= Directions for this task =
Search the records for the string "after" and copy every line in which it appears.

= Entries provided =
- Opening Delimiter -
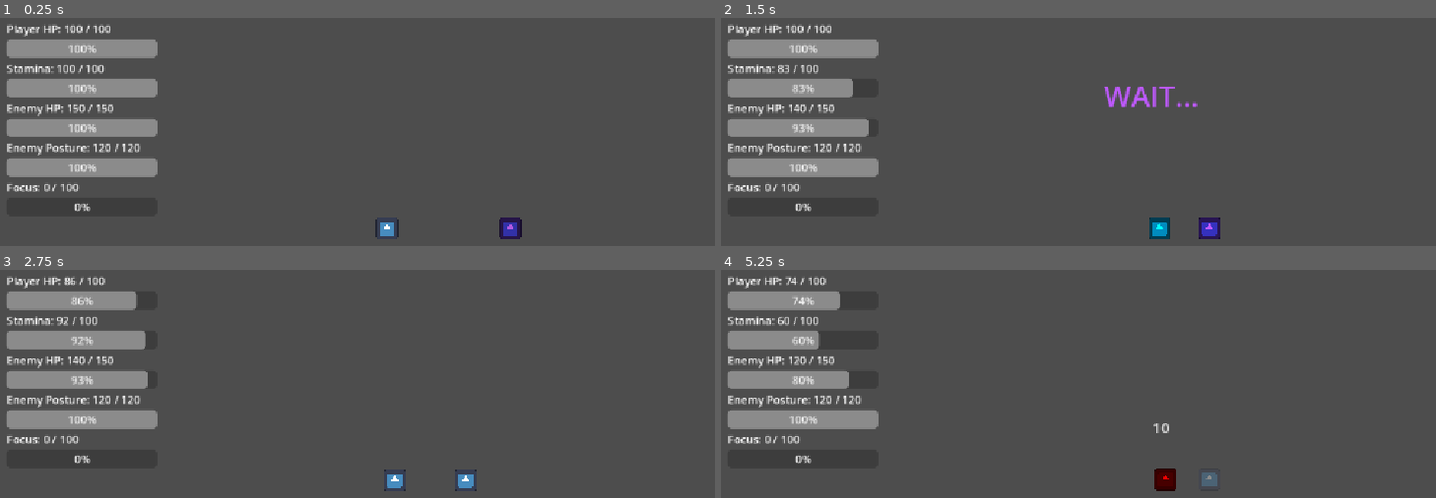
Above: before the commit, frames 1-4 (two rows, left to right).
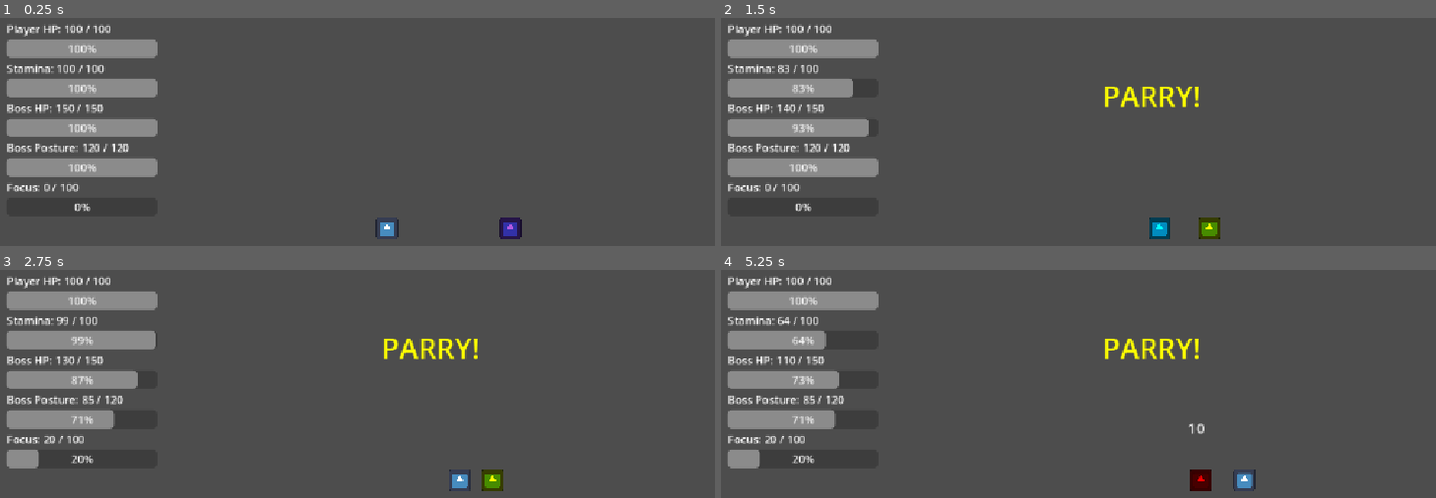
Above: after the commit, the same moments.

Repository: shanwinder/lastblade
Game: Godot game, scene res://scenes/main/BossBrokenMaster.tscn
The game is run twice, just before and just after one commit, with the same random seed, the same clock (stepped at 60 frames per second) and the same inputs. The engine's default icon, where the game draws it, is replaced by a stand-in: a white triangle on a blue panel in a dark square.
Inputs:
- Up to frame 1 (0.25 s): no input
- Up to frame 2 (1.5 s): hold Right (ui_right) 0.53-1.28 s; tap A (attack) at 0.6 s; tap D (parry) at 0.8, 1.35 s; hold Left (ui_left) from 1.28 s (still down)
- Up to frame 3 (2.75 s): tap A (attack) at 1.55, 2.1 s; release Left (ui_left) at 2.03 s; hold Right (ui_right) from 2.03 s (still down); tap D (parry) at 2.3 s
- Up to frame 4 (5.25 s): tap S (dash) at 2.85 s; tap A (attack) at 3.05, 4.55, 5.1 s; release Right (ui_right) at 3.53 s; hold Left (ui_left) from 3.53 s (still down); tap D (parry) at 3.6 s; tap R at 4.35 s

The runs differ from the first frame. In frame 1, 0.8% of the frame differs, in the area x 1-20%, y 37-61%; in frame 2, 1.9%; in frame 3, 3.8%; in frame 4, 4.3%, in the area x 0-75%, y 2-97%.

Commit message:
Use combat_display_name for HUD and update boss labels
Improve display name handling by reading the combat_display_name property from the target node instead of checking the node name. This allows bosses and enemies to be properly distinguished in HUD and debug output. Updated debug messages and scene node names to use 'Boss' instead of 'Enemy' for consistency.

Diff:
--- a/last-blade-trial/BossBrokenMaster.gd
+++ b/last-blade-trial/BossBrokenMaster.gd
@@ -18,7 +18,7 @@
 @export var max_hp: int = 150
 
 # ชื่อที่ HUD ใช้แสดงบนหน้าจอ
-# แม้ node ในฉากจะชื่ออะไรก็ตาม ถ้า script นี้เป็นบอส HUD จะใช้คำว่า Boss
+# ใช้แก้ปัญหากรณี node ในฉากชื่อไม่ตรงกับชนิดจริง
 @export var combat_display_name: String = "Boss"
 
 # ความเร็วในการเดินเข้าหาผู้เล่น
@@ -753,7 +753,7 @@
 	current_posture -= amount
 	current_posture = clamp(current_posture, 0.0, max_posture)
 
-	print("Enemy posture reduced:", int(current_posture), "/", int(max_posture))
+	print("Boss posture reduced:", int(current_posture), "/", int(max_posture))
 
 	# แจ้ง HUD ว่า Posture เปลี่ยนแล้ว
 	emit_enemy_stats()
@@ -829,7 +829,7 @@
 	if is_dead:
 		return
 
-	print("ENEMY HIT BY FOCUS FINISHER! Damage =", amount)
+	print("Boss HIT BY FOCUS FINISHER! Damage =", amount)
 
 	# ปิดช่อง Critical ปกติ เพื่อไม่ให้ซ้อนกับระบบ Critical เดิม
 	can_receive_critical = false
@@ -841,7 +841,7 @@
 	# อัปเดต HUD
 	emit_enemy_stats()
 
-	print("Enemy HP left:", current_hp)
+	print("Boss HP left:", current_hp)
 
 	# แสดงตัวเลขดาเมจแบบ Critical/Finisher
 	show_damage_popup(amount, true, "FINISHER!")
@@ -884,7 +884,7 @@
 
 		print("CRITICAL ATTACK! Damage =", final_damage)
 	else:
-		print("Enemy took damage:", final_damage)
+		print("Boss took damage:", final_damage)
 
 	# ลด HP ของศัตรูด้วยดาเมจสุดท้าย
 	current_hp -= final_damage
@@ -895,7 +895,7 @@
 	# แจ้ง HUD ว่า HP ศัตรูเปลี่ยนแล้ว
 	emit_enemy_stats()
 
-	print("Enemy HP left:", current_hp)
+	print("Boss HP left:", current_hp)
 
 	# แสดงตัวเลขดาเมจลอยขึ้นเหนือศัตรู
 	show_damage_popup(final_damage, is_critical_hit)
--- a/last-blade-trial/EnemyDummy.gd
+++ b/last-blade-trial/EnemyDummy.gd
@@ -755,7 +755,7 @@
 	current_posture -= amount
 	current_posture = clamp(current_posture, 0.0, max_posture)
 
-	print("Enemy posture reduced:", int(current_posture), "/", int(max_posture))
+	print("Boss posture reduced:", int(current_posture), "/", int(max_posture))
 
 	# แจ้ง HUD ว่า Posture เปลี่ยนแล้ว
 	emit_enemy_stats()
@@ -831,7 +831,7 @@
 	if is_dead:
 		return
 
-	print("ENEMY HIT BY FOCUS FINISHER! Damage =", amount)
+	print("Boss HIT BY FOCUS FINISHER! Damage =", amount)
 
 	# ปิดช่อง Critical ปกติ เพื่อไม่ให้ซ้อนกับระบบ Critical เดิม
 	can_receive_critical = false
@@ -843,7 +843,7 @@
 	# อัปเดต HUD
 	emit_enemy_stats()
 
-	print("Enemy HP left:", current_hp)
+	print("Boss HP left:", current_hp)
 
 	# แสดงตัวเลขดาเมจแบบ Critical/Finisher
 	show_damage_popup(amount, true, "FINISHER!")
@@ -886,7 +886,7 @@
 
 		print("CRITICAL ATTACK! Damage =", final_damage)
 	else:
-		print("Enemy took damage:", final_damage)
+		print("Boss took damage:", final_damage)
 
 	# ลด HP ของศัตรูด้วยดาเมจสุดท้าย
 	current_hp -= final_damage
--- a/last-blade-trial/HUD.gd
+++ b/last-blade-trial/HUD.gd
@@ -128,9 +128,13 @@
 	# ตั้งชื่อที่ HUD จะใช้แสดง เช่น Boss หรือ Enemy
 	update_combat_target_display_name(enemy)
 
-	# ถ้าเป้าหมายที่เจอมีคำว่า Boss ในชื่อ node
-	# ให้ HUD แสดงคำว่า Boss แทน Enemy
-	if "Boss" in enemy.name:
+	# อ่านชื่อที่ target อยากให้ HUD แสดง
+	# BossBrokenMaster.gd จะมี combat_display_name = "Boss"
+	var display_name = enemy.get("combat_display_name")
+
+	if display_name != null and str(display_name).strip_edges() != "":
+		combat_target_display_name = str(display_name).strip_edges()
+	elif "Boss" in enemy.name:
 		combat_target_display_name = "Boss"
 	else:
 		combat_target_display_name = "Enemy"
--- a/last-blade-trial/player.gd
+++ b/last-blade-trial/player.gd
@@ -347,7 +347,7 @@
 	# ภายหลังค่อยเปลี่ยนเป็น popup หรือ tutorial text บนจอ
 	if current_focus >= max_focus and not has_shown_focus_ready_message:
 		has_shown_focus_ready_message = true
-		print("FOCUS READY! Break enemy posture, then press Attack for Finisher.")
+		print("FOCUS READY! Break boss posture, then press Attack for Finisher.")
 
 	print("Focus gained:", int(amount), "Focus =", int(current_focus), "/", int(max_focus))
 
--- a/last-blade-trial/scenes/main/BossBrokenMaster.tscn
+++ b/last-blade-trial/scenes/main/BossBrokenMaster.tscn
@@ -44,7 +44,7 @@
 [node name="CollisionShape2D" type="CollisionShape2D" parent="Player/Hurtbox" unique_id=749896351]
 shape = SubResource("RectangleShape2D_32k8f")
 
-[node name="EnemyDummy" parent="." unique_id=631216959 instance=ExtResource("4_tedvd")]
+[node name="BossBrokenMaster" parent="." unique_id=631216959 instance=ExtResource("4_tedvd")]
 position = Vector2(780, 324)
 
 [node name="HUD" type="CanvasLayer" parent="." unique_id=1436178556]
- Closing Delimiter -
= Expected output =
Above: after the commit, the same moments.
The game is run twice, just before and just after one commit, with the same random seed, the same clock (stepped at 60 frames per second) and the same inputs. The engine's default icon, where the game draws it, is replaced by a stand-in: a white triangle on a blue panel in a dark square.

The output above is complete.